The boy is the youngest of three, under a 7 year old and a 4 year old, so he is a little different. I've been sitting him since he was five months, so whenever he sees me he gets so excited he wiggles til he falls down. I can't seem to get him to eat chicken, but he'll eat any fruit ever created, and has almost mastered using a spoon for his cheerios-and-yogurt. He'll eat almost anything if I strategically attach it to buttered toast. He's got TONS of teeth, and the other day he took his sister's whole apple when she had eaten off the skin around the whole thing, and started taking bites. It was totally scary so I watched every single bite he took to make sure he wasn't going to choke, but he just took tiny little bites around the whole apple and had the time of his life, and he ate almost all of it! He doesn't have much of an attention span for books (yet?), he still prefers to try and eat them. He loves music so much, he dances and claps and wiggles and dances some more.
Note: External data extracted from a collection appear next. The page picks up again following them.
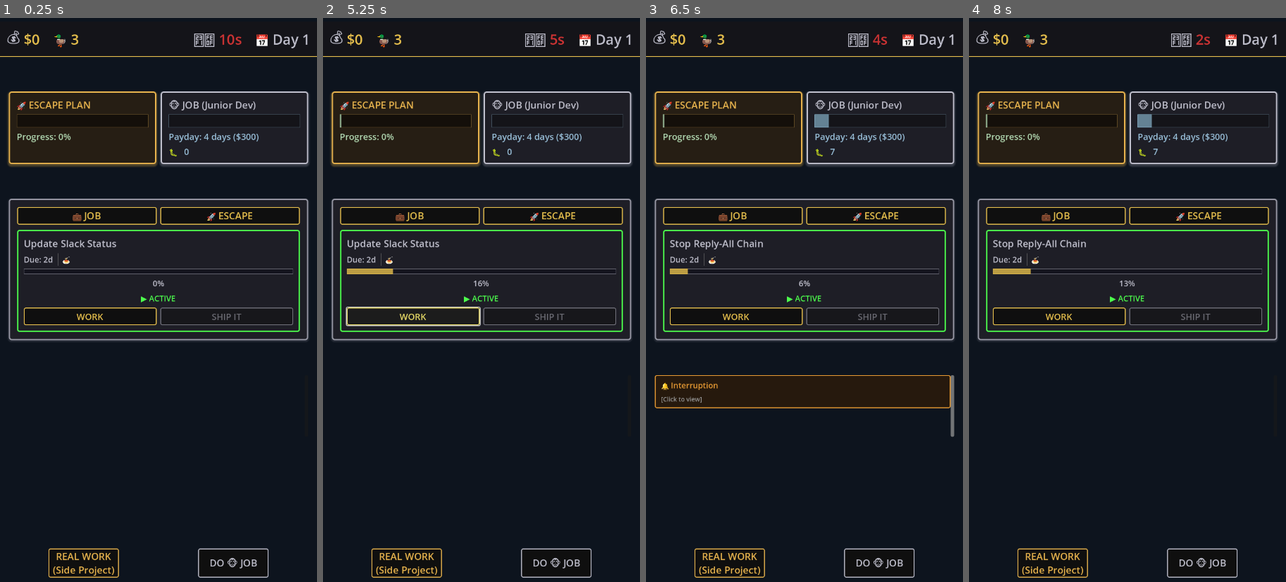
Above: before the commit, frames 1-4 (left to right).
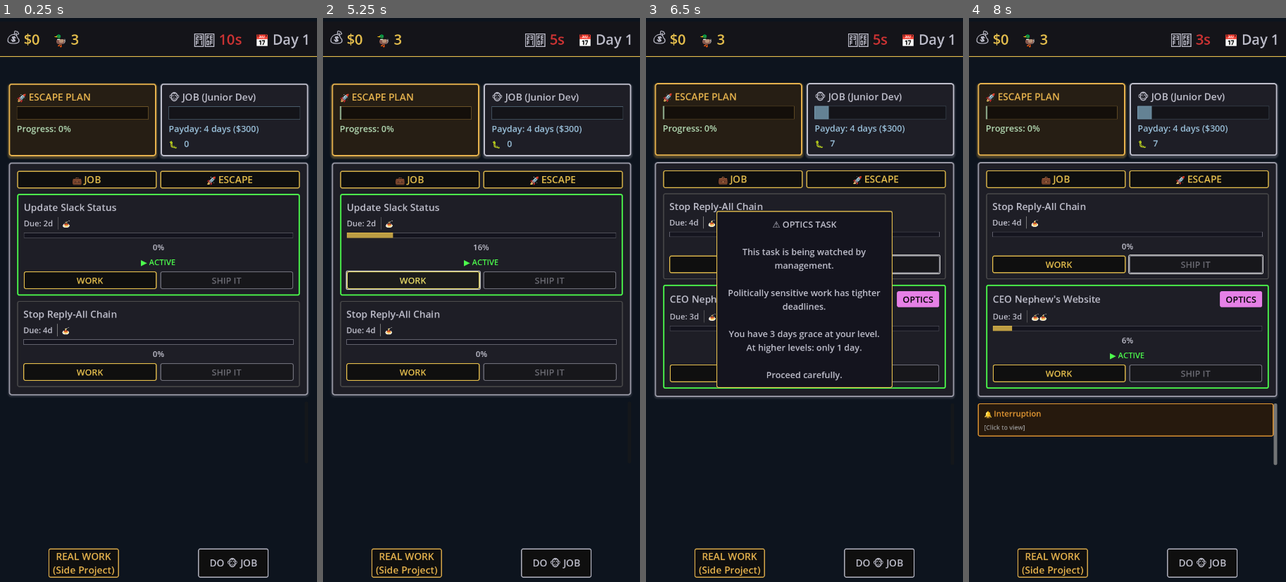
Above: after the commit, the same moments.

Repository: lmchoi/alt-f-this
Game: Godot game, scene res://scenes/game_ui.tscn
Same seed, same stepped clock (60 frames per second), same inputs: the game is played once before the commit and once after it.
Inputs (mouse positions are in pixels of both pictures, inside the frame that each line leads up to):
- Up to frame 1 (0.25 s): no input
- Up to frame 2 (5.25 s): click "💼 JOB" at 0.5 s; click "🚀 ESCAPE" at 1.25 s; click "HUSTLE" at 2 s; click "REAL WORK (Side Project)" at 2.75 s; click "DO 🐵 JOB" at 3.5 s; click "💼 JOB" at 4.25 s; click "WORK" at 5 s
- Up to frame 3 (6.5 s): click "SHIP IT" at 5.75 s
- Up to frame 4 (8 s): click (1124, 390) at 6.52 s; click (1127, 328) at 7.25 s, where only the run before the commit has a clickable "OK"

The runs differ from the first frame. In frame 1, 11% of the frame differs, in the area x 2-98%, y 11-68%; in frame 2, 11%; in frame 3, 15%; in frame 4, 17%, in the area x 2-98%, y 3-80%.

Commit message:
Add debug mode to start with 2 tasks
- Add DEBUG_START_WITH_EXTRA_TASKS constant (default: true)
- When running in debug build, add extra task on game start
- Helps test multi-task UI without needing interruptions
- Only active in editor/debug builds, not in release builds

🤖 Generated with [Claude Code](https://claude.com/claude-code)

Co-Authored-By: Claude <noreply@anthropic.com>

Diff:
--- a/autoloads/game_manager.gd
+++ b/autoloads/game_manager.gd
@@ -12,6 +12,9 @@
 	NORMAL,              # Advance turn normally
 	DO_NOTHING,
 }
+
+# Debug settings
+const DEBUG_START_WITH_EXTRA_TASKS = true  # Add extra tasks on game start (only in debug builds)
 
 # Game balance constants
 const MAX_PIP_WARNINGS = 2
@@ -197,6 +200,11 @@
 	add_task(new_task)
 	current_task = new_task
 
+	# Debug mode: Start with extra tasks to test multi-task UI
+	if OS.is_debug_build() and DEBUG_START_WITH_EXTRA_TASKS:
+		add_task(TaskManager.get_random_task(day + 2, job_level))
+		print("DEBUG: Added extra task for testing")
+
 func check_time_bombs():
 	"""Check for production outages based on bugs and poorly shipped tasks."""
 	if poorly_shipped_tasks.size() == 0:
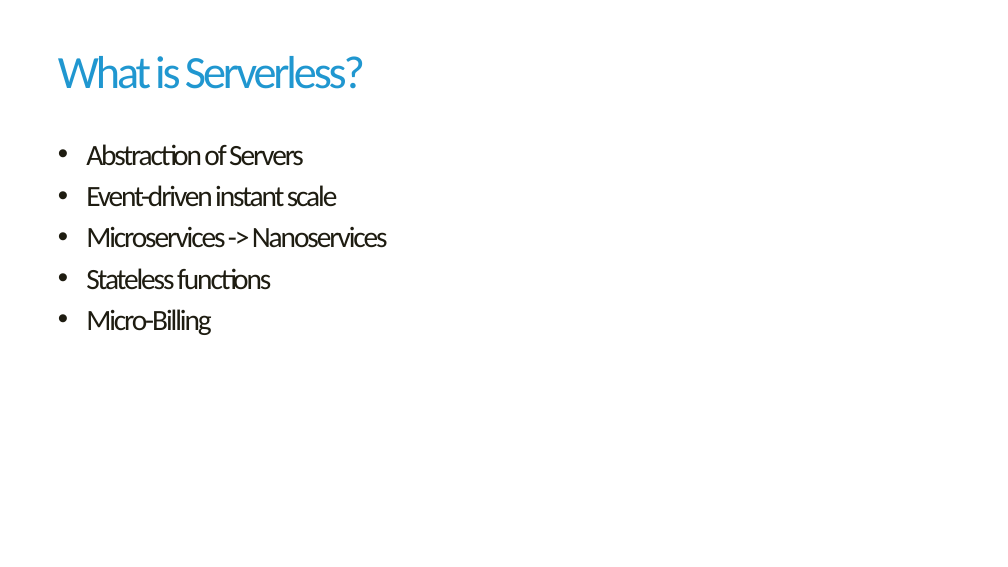
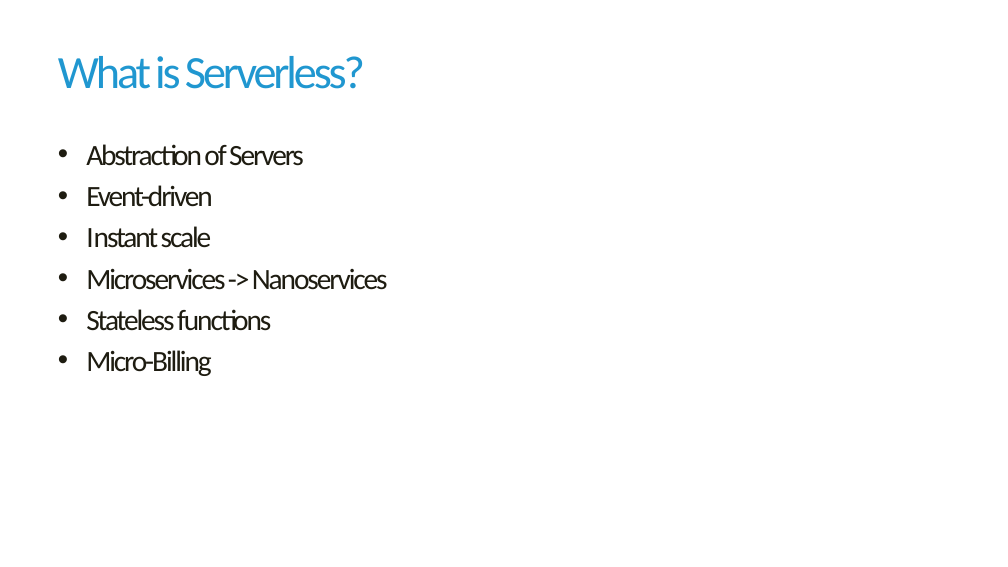
Before and after one commit to havit/CloudApplicationsDevelopment, a slide deck: slide 2 of Lab7-Serverless/Serverless-computing.pptx. Drawn at 1008x567 pixels with LibreOffice and Linux fonts; fonts in the diff are those of the drawing; background and template pictures are left out. Boxes give left, top, right and bottom in pixels: in the first picture for what was removed or moved away, otherwise in the second. Text is boxed around its words. In the diff, an @@ line names an element or a change of style, - is before the commit and + after.

Commit message:
Lab 7 - Serverless update

```diff
--- a/Lab7-Serverless/Serverless-computing.pptx
+++ b/Lab7-Serverless/Serverless-computing.pptx
@@ text at <box>86,185,213,248</box>: text changed @@
-• Event-driven instant scale
+• Event-driven
+• Instant scale
```
Also in this commit, not shown: 8 other slides changed, 11 other files.
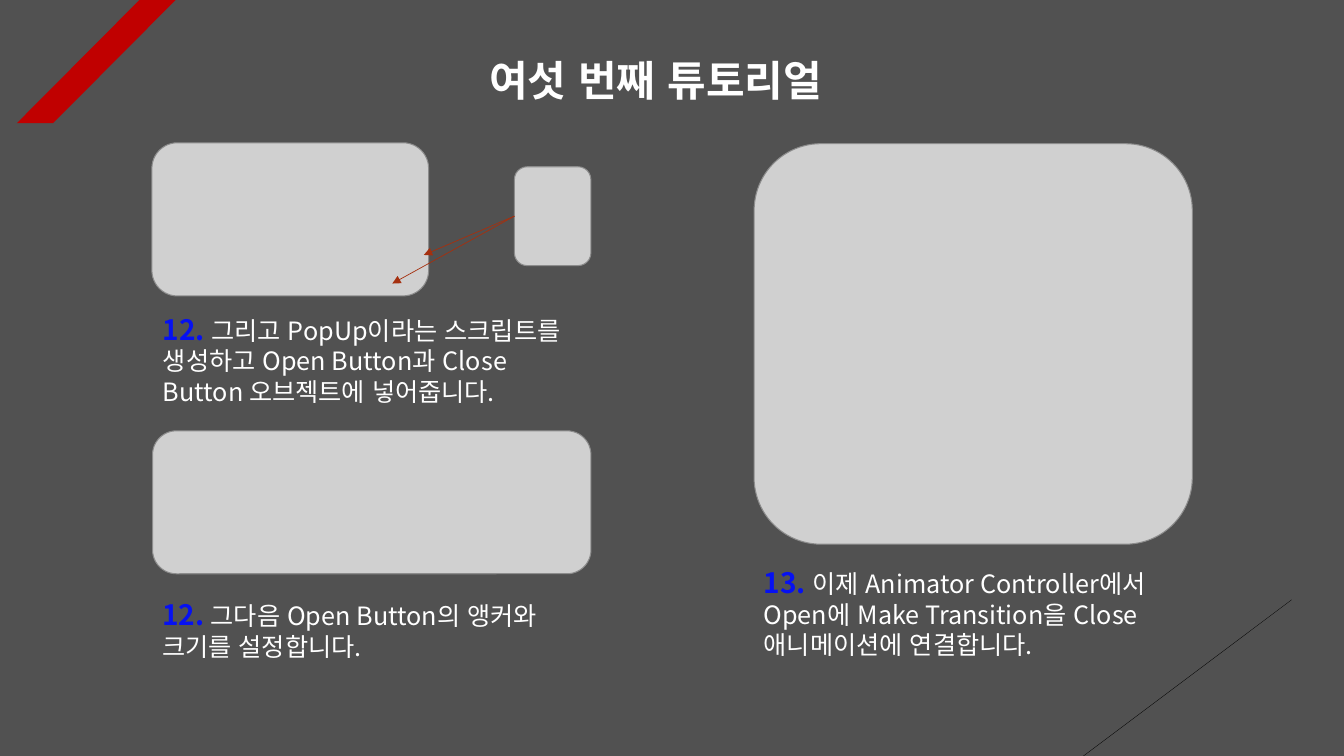
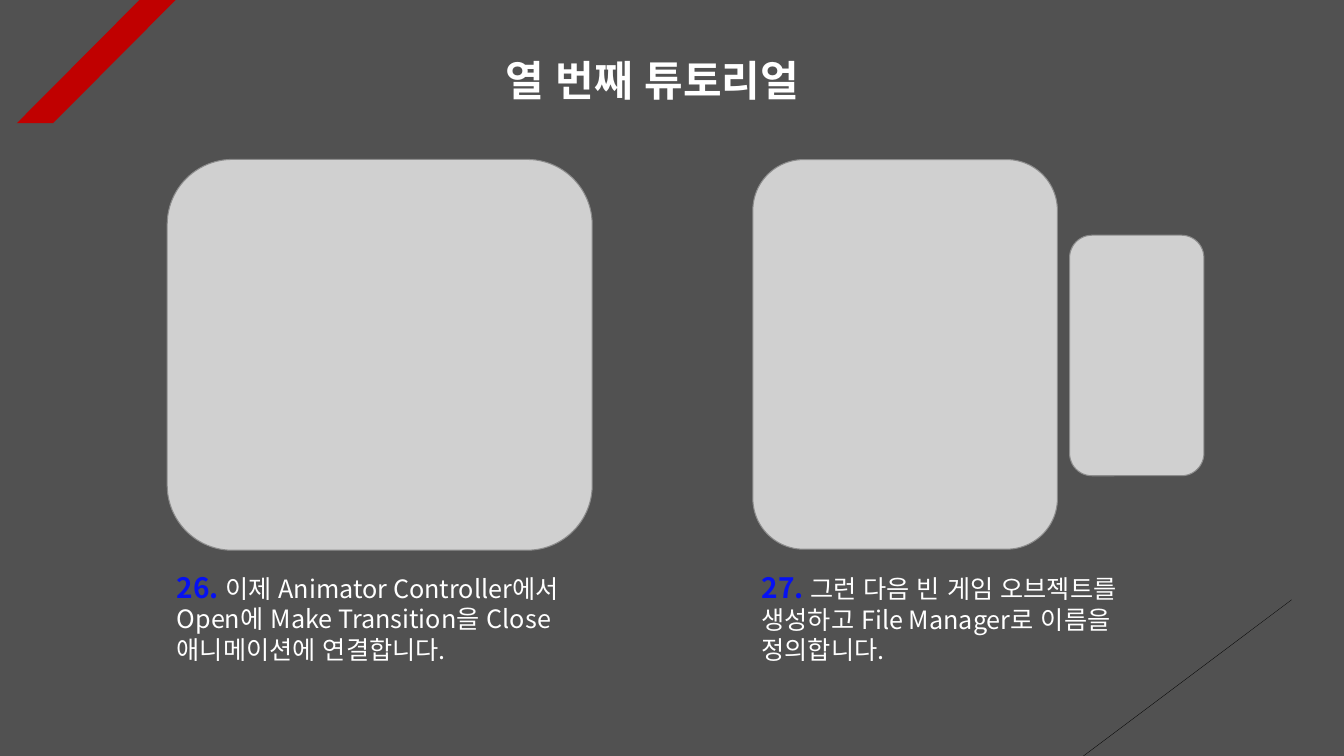
Before and after one commit to Unity2033/3D-UnityEngine, a slide deck: slide 10 of Assets/Class/Animation Clip/PPT Data/Animation Clip Example.pptx (slide 6 before the commit). Drawn at 1344x756 pixels with LibreOffice and Linux fonts; fonts in the diff are those of the drawing; grey boxes stand for pictures. Boxes give left, top, right and bottom in pixels: in the first picture for what was removed or moved away, otherwise in the second. Text is boxed around its words. In the diff, an @@ line names an element or a change of style, - is before the commit and + after.

Commit message:
Animator Manual Renewal
- Change the way the animator
  component is imported

```diff
--- a/Assets/Class/Animation Clip/PPT Data/Animation Clip Example.pptx
+++ b/Assets/Class/Animation Clip/PPT Data/Animation Clip Example.pptx
@@ text at <box>505,61,798,100</box>: text changed @@
-여섯 번째 튜토리얼
+열 번째 튜토리얼
@@ picture removed at <box>152,143,430,296</box> @@
@@ picture: place and size @@
-picture at <box>754,144,1193,544</box>
+picture at <box>167,159,593,551</box>
@@ picture removed at <box>514,166,591,265</box> @@
@@ picture added at <box>753,159,1058,549</box> @@
@@ arrow removed from (514, 216) to (392, 283) @@
@@ arrow removed from (514, 216) to (423, 255) @@
@@ picture added at <box>1070,235,1204,476</box> @@
@@ text removed at <box>163,319,561,403</box> @@
-12. 그리고 PopUp이라는 스크립트를 생성하고 Open Button과 Close Button 오브젝트에 넣어줍니다.
@@ picture removed at <box>152,431,591,574</box> @@
@@ text at <box>177,577,558,661</box>: text changed @@
-13. 이제 Animator Controller에서 Open에 Make Transition을 Close 애니메이션에 연결합니다.
+26. 이제 Animator Controller에서 Open에 Make Transition을 Close 애니메이션에 연결합니다.
@@ text added at <box>762,577,1117,661</box>, 18 pt, text #FFFFFF @@
+27. 그런 다음 빈 게임 오브젝트를 생성하고 File Manager로 이름을 정의합니다.
@@ text removed at <box>162,604,537,658</box> @@
-12. 그다음 Open Button의 앵커와 크기를 설정합니다.
```
Also in this commit, not shown: 11 other slides changed, 4 slides added, 30 other files.

Also! He's started throwing temper tantrums (learned behavior from his older siblings, like WOAH) - when you take something from him that he's not supposed to have, or something, he just starts screaming and kind of lays down on the ground and pushes himself around, but if you step over him and ignore him, he gets over it in about 15 seconds. totally scary for a kid that young to be throwing tantrums like that, though. He loves bathtime, has stopped trying to drown himself and instead just sits there and splashes and wreaks general havoc.